Escherichia coli, originally known as Bacterium coli commune, was identified in 1885 by the German pediatrician, Theodor Escherich. They are Gram-negative, straight and rod-shaped bacteria from the Enterobacteriaceae family. Due to its rapid growth rate, simple nutritional requirements and established genetic manipulation techniques, E. coli has become a model organism in the field of basic biomolecular sciences for understanding various biological phenomena. As a result, well established information about E. coli's genetics and several completed genome sequences are available. Among them, the genome sequences of two closely related K-12 non-pathogenic strains, MG1655 and W3110 have been accurately determined. Resequencing of PCR products of selected regions indicates that there is only eight true insertion/deletion or base differences between the two strains in addition to the 13 sites where differences are due to insertion sequences, defective prophages and two sites due to the W3110 inversion between the ribosomal RNA genes rrnD and rrnE. The rate of nucleotide changes between both the strains is estimated to be relatively low with almost identical genome structures. Hence the following important questions arise:
- Is this high degree of similarity at the nucleotide level reflected in the metabolic phenotype?
- Do sub-strains with almost identical genome structures exhibit similar behaviour in cellular metabolism?
- How do global aspects of cell metabolism, protein synthesis and gene expression differ among closely related sub-strains of the same species, revealing possible complexities of cellular metabolism?

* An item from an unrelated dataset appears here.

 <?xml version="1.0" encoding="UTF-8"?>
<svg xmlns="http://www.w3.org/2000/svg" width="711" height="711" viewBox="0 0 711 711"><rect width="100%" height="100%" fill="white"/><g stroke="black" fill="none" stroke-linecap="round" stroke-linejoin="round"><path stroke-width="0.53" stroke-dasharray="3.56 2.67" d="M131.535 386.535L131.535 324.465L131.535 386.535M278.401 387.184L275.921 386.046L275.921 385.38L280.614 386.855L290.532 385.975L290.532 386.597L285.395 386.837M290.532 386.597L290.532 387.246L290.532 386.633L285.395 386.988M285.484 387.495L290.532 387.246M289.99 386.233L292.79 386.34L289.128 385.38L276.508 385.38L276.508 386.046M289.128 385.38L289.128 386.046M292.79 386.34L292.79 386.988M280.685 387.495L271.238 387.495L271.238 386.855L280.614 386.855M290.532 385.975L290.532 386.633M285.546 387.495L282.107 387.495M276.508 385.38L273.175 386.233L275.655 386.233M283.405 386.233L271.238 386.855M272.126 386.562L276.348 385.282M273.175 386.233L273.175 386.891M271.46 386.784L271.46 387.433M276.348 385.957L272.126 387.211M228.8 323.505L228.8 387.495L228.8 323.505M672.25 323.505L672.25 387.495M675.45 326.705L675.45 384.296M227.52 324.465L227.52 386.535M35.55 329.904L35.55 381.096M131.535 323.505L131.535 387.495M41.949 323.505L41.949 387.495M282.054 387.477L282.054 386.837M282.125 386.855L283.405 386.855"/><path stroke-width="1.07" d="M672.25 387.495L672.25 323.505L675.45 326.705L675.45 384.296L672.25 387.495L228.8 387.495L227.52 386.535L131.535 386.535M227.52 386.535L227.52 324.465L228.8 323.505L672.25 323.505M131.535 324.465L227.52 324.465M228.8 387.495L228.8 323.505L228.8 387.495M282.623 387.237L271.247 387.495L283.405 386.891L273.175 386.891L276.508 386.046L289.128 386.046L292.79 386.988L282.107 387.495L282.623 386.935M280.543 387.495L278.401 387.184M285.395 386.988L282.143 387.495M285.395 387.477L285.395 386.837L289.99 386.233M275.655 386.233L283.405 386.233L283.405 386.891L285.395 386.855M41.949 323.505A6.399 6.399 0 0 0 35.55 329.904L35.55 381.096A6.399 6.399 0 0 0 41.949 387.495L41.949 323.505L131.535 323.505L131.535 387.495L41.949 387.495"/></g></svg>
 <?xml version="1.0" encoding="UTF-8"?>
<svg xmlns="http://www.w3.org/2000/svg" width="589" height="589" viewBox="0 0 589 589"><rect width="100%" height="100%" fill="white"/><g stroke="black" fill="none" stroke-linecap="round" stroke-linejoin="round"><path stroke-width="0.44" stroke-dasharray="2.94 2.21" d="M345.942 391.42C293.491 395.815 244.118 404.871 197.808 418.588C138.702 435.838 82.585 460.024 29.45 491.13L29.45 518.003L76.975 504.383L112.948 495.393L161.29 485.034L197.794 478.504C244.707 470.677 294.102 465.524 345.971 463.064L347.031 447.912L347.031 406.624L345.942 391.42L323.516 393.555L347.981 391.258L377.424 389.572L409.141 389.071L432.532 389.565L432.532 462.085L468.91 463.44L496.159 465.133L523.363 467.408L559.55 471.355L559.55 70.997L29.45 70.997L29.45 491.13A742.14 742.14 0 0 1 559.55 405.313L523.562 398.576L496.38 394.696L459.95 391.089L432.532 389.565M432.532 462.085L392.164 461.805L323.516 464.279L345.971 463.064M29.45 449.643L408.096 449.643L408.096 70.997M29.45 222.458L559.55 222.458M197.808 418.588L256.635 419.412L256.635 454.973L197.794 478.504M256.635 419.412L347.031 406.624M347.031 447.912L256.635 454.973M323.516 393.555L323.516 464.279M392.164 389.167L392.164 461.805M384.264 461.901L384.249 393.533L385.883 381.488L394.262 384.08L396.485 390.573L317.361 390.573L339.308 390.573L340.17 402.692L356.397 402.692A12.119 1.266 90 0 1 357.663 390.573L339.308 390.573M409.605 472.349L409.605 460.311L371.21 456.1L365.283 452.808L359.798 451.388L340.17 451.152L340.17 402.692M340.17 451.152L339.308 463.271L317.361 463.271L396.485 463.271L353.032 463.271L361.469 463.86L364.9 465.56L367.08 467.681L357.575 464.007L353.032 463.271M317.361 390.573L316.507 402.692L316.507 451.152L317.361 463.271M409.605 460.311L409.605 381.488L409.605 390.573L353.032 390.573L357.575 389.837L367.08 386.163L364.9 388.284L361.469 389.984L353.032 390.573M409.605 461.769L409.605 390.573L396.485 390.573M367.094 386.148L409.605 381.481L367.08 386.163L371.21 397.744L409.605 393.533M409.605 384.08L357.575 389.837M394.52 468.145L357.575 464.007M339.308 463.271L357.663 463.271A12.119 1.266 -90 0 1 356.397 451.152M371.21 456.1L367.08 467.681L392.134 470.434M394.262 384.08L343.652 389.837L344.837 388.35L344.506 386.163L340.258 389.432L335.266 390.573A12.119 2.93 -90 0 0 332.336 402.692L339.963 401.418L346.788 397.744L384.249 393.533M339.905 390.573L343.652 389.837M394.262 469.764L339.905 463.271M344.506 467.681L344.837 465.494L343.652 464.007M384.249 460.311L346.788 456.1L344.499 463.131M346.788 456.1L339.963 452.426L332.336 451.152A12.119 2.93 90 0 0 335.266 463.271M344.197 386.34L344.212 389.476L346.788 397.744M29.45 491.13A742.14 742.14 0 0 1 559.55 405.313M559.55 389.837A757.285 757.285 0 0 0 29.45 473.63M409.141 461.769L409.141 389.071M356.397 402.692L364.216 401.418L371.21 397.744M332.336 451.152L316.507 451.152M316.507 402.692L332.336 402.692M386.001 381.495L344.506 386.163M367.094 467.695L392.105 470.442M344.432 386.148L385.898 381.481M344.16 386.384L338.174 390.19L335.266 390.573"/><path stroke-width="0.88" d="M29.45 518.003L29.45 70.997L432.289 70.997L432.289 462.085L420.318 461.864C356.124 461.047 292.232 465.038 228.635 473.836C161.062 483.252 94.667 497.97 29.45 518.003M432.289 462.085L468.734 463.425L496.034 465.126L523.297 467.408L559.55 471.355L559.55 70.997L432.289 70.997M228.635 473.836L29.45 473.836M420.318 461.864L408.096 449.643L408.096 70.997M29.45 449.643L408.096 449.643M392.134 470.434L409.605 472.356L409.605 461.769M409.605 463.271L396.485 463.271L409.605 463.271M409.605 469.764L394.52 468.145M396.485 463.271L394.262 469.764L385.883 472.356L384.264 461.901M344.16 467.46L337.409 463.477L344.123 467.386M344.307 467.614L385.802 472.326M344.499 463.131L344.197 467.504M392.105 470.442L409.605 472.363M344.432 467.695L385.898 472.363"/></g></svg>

To address these queries, we analyzed the growth behaviour in strictly controlled conditions and analysed the global proteome and transcriptome pools of these closely related E. coli sub-strains W3110 and MG1655. We applied the conventional 2-dimensional polyacrylamide gel electrophoresis for global proteomic profiling which is still the major method for global proteome analysis. Global changes in the gene expression levels were analysed using microarrays, thus providing quantitative information about the gene expression levels. Being the most extensively studied model organism, E. coli is frequently used in molecular evolutionary studies. A few potential reasons for this are: its capacity to propagate and reproduce quickly, facilitating the evolution experiments for many generations in a short time span, and capability to store the evolved and ancestor strains, allowing for direct comparison between them. As a result, several studies have used gene expression and proteome profiling methods to study molecular evolution, but these studies were confined to a single type of evolution process and were focused on a single molecular aspect that characterizes a cell (transcript or protein abundance). Metabolome profiling has been frequently applied for obtaining quantitative information on metabolites for studies on mutational or environmental effects, but not in an evolutionary context. In our study, we depicted a complete picture of molecular evolution processes in the laboratory among the two strains MG1655 and DH10B under three different evolutionary conditions in all three functional levels of the cell (transcriptome, proteome and metabolome). These data sets obtained from the three functional levels would be of vital importance for viewing a global picture of the experimental sample in question. To eliminate the possibility of the strain-dependent phenomenon of evolution and to examine the parallelism of the laboratory evolution processes, we examined all the evolutionary processes in two strains. The major questions that arose during our study were:
- What are the transcriptome, proteome and metabolome changes occurring during the excess-nutrient adaptive evolution process?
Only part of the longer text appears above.